36 inch small diameter AEP front rod with 1 weight

a singe 8 inch AEP side rod with 3 weights

AEP adjustable side rod mount

Like Hornet said don't waste time or money on a side rod that is not adjustable, and you only need 1 side bar. In most cases the second bar is counter productive, and not good for anything other than looks.


----------



## X Hunter (Jan 11, 2007)

I am running a 31.5" doinker Supression with 5 steel dawg weights on the end and an 8" doinker side rod with 4 steel dawg weight on the end on an adjustable doinker offset bar(the new one) about 4 clicks in from straight out


----------



## pragmatic_lee (Jan 19, 2008)

PQ, its been said often that the proper length for a front stab is what ever will make you bow rest at your waist line when it's propped on the ground. 

If you're like me you will have to experiment to find the best combination for *you*. I have to disagree with BH & BG on the "pair" of back stabs. Yea I use them and trust me, I've tried numerous different single back stab setups, but I always come back to the pair - it's what works best for *me*. 

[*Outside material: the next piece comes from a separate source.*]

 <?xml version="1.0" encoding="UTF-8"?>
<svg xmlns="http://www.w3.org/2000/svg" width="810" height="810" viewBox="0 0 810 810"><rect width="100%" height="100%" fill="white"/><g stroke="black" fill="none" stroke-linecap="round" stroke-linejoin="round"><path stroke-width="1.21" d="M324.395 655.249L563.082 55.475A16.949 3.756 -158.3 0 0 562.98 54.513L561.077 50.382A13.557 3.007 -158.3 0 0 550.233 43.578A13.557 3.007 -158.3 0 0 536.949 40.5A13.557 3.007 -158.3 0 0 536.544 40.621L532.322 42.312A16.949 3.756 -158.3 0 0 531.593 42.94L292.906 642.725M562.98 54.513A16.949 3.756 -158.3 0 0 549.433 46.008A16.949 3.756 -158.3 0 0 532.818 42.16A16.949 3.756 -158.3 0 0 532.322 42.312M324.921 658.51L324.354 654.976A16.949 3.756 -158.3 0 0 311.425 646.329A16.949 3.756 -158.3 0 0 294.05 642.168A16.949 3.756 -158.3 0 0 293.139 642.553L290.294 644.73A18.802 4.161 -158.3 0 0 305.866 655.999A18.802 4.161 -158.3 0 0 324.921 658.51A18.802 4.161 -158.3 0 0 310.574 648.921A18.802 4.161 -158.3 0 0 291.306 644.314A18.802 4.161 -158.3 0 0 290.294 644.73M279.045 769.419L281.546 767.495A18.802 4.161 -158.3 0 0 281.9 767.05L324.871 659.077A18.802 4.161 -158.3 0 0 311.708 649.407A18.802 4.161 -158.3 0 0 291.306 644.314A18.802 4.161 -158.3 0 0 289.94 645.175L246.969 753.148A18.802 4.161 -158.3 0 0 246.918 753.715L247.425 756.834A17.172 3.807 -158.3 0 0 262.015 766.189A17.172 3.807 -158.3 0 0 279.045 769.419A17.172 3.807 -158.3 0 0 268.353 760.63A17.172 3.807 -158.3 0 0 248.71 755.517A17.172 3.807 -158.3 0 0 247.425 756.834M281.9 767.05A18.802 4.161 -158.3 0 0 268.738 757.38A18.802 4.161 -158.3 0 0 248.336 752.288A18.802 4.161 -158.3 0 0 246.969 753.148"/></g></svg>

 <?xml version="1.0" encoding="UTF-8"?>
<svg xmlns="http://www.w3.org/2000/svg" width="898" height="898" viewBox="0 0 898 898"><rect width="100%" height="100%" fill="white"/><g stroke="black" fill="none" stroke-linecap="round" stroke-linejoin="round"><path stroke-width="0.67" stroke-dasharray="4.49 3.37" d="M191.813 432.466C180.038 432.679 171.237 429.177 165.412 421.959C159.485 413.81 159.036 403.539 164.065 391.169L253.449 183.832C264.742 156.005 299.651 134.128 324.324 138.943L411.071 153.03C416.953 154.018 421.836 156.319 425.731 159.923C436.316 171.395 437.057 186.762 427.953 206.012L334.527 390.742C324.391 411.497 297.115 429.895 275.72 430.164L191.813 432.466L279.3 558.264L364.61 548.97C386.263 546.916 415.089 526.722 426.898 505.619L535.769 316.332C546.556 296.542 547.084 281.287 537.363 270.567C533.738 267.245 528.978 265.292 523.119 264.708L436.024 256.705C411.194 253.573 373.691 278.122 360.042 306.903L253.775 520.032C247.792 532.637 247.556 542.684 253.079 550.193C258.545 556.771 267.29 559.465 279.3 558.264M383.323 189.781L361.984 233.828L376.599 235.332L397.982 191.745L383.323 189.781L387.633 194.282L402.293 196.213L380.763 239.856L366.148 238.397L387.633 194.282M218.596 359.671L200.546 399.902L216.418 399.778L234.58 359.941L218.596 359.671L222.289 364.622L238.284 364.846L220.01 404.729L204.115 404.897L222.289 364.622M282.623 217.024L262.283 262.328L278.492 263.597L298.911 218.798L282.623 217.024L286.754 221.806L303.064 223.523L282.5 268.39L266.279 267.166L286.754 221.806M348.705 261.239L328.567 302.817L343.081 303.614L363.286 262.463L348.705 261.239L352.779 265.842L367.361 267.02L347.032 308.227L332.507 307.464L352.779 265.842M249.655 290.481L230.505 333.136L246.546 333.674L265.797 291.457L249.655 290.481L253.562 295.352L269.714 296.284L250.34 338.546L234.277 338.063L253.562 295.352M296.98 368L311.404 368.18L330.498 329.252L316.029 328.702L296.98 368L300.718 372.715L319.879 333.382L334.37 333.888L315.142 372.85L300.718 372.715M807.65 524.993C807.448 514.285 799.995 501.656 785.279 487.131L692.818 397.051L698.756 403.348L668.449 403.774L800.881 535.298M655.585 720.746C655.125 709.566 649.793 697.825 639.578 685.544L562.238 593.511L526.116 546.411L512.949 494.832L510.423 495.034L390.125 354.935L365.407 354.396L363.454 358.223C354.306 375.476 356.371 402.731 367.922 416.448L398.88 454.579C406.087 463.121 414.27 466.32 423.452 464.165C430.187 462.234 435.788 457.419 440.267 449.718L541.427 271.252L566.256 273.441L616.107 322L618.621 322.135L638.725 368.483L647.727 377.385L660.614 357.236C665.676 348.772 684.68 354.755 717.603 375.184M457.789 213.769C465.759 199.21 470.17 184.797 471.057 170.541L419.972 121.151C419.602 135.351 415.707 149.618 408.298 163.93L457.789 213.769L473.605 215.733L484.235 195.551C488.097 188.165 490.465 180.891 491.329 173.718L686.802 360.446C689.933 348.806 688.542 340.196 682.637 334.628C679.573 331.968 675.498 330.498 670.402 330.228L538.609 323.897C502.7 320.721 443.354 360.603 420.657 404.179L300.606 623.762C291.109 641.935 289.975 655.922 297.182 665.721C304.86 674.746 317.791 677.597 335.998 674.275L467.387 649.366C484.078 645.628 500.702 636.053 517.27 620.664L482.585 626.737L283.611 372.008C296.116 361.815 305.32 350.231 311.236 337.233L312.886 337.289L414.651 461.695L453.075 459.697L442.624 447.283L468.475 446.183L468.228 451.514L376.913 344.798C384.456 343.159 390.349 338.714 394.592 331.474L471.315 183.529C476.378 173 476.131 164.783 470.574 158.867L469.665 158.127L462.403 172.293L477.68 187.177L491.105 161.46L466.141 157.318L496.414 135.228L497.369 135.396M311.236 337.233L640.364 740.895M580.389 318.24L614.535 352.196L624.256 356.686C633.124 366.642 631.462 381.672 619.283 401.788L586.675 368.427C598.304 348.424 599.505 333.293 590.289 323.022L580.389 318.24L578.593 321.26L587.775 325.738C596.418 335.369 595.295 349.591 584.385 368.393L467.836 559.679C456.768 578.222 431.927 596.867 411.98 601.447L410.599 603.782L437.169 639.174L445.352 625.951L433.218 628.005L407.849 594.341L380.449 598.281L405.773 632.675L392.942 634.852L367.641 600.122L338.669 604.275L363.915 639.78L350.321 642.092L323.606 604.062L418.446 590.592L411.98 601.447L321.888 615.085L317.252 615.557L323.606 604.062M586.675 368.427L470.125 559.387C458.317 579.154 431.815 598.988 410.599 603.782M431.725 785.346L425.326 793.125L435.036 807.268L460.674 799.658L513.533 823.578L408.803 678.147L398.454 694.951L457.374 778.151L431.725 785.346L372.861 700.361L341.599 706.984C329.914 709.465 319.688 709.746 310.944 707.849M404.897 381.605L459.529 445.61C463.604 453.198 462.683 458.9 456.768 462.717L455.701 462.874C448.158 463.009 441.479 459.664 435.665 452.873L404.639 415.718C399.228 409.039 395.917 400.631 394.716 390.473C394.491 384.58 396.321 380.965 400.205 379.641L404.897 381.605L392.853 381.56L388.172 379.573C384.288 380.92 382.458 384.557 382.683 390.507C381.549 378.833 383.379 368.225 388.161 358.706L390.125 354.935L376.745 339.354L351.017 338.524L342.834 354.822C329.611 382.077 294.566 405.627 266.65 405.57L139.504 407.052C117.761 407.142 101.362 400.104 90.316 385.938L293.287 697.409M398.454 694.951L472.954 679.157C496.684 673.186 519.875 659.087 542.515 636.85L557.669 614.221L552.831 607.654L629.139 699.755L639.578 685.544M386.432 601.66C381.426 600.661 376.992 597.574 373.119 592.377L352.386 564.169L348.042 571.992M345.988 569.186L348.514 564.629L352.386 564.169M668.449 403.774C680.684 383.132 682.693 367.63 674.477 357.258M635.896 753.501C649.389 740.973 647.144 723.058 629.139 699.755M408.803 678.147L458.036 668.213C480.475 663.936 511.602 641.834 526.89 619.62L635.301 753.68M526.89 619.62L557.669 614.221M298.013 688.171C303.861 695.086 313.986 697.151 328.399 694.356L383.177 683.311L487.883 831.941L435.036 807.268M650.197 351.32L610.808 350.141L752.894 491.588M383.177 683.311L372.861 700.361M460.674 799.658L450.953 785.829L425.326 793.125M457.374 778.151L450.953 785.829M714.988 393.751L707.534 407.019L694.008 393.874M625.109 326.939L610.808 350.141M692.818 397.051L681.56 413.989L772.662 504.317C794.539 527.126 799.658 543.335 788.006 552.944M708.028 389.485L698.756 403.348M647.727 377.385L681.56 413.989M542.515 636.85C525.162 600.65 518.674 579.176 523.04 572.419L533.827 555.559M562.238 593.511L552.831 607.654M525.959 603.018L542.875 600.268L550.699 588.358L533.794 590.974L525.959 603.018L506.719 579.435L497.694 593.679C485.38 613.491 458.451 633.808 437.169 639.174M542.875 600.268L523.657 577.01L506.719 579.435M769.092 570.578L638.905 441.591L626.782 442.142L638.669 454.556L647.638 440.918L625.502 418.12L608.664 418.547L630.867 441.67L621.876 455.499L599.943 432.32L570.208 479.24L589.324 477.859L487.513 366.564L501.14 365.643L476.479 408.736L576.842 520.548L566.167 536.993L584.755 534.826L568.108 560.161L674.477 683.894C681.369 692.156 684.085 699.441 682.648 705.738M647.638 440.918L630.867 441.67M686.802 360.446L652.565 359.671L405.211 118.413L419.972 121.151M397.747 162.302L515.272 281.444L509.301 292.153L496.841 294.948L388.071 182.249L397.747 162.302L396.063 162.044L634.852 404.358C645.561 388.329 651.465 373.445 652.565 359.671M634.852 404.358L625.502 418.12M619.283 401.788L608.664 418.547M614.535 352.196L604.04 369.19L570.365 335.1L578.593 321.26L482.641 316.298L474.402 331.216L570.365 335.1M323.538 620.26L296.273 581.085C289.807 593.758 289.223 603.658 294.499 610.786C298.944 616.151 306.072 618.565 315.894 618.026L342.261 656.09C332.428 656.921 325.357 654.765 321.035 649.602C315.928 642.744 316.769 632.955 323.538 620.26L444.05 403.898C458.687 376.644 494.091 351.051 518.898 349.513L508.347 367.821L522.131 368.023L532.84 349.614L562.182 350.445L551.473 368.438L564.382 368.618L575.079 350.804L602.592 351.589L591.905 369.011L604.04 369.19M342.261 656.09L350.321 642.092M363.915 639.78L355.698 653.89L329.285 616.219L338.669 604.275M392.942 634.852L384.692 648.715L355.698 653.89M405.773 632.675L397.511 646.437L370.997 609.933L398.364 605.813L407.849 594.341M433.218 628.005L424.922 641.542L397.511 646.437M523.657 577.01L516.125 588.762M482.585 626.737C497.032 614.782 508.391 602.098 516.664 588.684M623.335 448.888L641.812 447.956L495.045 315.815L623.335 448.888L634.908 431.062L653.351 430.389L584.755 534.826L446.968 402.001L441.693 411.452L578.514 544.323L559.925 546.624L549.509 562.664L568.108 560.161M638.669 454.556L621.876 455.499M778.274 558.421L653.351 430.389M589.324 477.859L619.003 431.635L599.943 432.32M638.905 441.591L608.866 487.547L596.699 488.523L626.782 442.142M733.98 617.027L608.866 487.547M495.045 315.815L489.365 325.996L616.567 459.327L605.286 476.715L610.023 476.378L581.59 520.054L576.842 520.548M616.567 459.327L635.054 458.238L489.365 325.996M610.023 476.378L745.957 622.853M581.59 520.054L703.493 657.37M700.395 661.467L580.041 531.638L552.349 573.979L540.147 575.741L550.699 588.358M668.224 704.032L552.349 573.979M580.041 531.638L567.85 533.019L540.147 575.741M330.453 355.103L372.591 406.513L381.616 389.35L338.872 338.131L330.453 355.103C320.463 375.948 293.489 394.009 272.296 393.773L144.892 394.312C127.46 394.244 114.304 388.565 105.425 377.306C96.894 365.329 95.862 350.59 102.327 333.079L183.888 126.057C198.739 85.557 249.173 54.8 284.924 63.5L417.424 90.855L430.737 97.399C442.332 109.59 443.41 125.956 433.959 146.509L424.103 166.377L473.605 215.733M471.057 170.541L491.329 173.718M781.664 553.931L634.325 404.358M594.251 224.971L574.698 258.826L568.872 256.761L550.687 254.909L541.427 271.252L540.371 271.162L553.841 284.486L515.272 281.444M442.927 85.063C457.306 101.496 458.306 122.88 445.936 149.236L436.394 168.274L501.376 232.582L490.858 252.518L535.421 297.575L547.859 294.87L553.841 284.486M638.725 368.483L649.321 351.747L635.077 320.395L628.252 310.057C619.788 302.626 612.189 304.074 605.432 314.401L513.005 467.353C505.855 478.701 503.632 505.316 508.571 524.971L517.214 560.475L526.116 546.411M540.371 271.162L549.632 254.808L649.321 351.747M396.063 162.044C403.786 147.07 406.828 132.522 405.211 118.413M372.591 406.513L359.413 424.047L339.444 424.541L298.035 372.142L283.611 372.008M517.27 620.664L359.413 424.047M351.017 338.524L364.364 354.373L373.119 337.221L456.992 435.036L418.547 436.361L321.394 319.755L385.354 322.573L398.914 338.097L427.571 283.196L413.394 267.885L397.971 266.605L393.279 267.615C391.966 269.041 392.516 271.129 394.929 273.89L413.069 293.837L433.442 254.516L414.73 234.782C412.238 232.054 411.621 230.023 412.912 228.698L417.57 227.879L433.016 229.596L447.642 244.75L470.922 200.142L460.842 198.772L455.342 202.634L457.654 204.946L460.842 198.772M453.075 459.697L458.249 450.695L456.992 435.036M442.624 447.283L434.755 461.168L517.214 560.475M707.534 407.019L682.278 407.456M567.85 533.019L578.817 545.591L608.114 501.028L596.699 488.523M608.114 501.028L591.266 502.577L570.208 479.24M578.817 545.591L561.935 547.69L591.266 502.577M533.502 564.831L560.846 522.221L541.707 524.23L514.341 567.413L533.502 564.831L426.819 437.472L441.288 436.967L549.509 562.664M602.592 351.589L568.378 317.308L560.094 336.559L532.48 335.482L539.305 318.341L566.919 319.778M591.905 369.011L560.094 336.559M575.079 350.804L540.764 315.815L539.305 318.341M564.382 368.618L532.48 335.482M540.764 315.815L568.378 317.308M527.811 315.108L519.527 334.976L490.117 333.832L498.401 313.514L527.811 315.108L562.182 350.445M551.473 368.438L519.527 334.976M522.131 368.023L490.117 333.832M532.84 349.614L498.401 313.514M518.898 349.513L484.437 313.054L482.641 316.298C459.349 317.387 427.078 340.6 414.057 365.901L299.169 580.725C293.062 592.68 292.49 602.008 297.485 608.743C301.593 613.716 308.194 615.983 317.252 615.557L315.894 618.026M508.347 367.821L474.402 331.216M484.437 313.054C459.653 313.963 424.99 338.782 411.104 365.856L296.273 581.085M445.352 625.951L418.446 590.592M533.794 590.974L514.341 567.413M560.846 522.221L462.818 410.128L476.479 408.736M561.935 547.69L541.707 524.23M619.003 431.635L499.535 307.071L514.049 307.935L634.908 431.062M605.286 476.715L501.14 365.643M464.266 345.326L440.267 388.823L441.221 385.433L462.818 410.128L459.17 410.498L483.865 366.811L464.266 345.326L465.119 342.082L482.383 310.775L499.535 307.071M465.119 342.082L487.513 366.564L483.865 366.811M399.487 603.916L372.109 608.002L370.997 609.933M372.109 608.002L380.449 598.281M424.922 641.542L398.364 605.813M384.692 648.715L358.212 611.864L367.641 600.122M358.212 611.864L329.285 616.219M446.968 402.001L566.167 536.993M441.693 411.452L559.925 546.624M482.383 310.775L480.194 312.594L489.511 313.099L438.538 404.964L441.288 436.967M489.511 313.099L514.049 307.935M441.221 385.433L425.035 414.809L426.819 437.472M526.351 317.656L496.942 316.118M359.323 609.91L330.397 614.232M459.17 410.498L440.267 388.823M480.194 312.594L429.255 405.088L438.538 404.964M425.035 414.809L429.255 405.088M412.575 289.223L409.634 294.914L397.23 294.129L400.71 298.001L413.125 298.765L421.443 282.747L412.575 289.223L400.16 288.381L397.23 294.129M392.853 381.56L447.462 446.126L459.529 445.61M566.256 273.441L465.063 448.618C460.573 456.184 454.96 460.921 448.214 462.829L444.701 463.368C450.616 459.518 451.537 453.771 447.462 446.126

I realize that my results on the Hill Sat. & Sun. were not representative of anything "good", but I finally admitted to myself that I have/had an extreme case of target panic. :mg: No matter what the distance or target face, I "always" froze up at 7:00 and could not get the reticle on the dot. Now when the time came for the Hinky shoot, I just went out there and shot. Up to 40 the TP was just as bad as it was on the range, but once I used my mulligans up at 40, it was pretty much easy going after that. We know how that ended.

All I'm saying is that you have to find what works for you when everything else is going good. If any part of your shot is off, then it's hard to judge results from experimenting.

Besides the group that you normally shoot with, I suspect that a lot of the folks you met this past weekend would be glad to "loan" out stuff for you to try. I know I'd be glad to!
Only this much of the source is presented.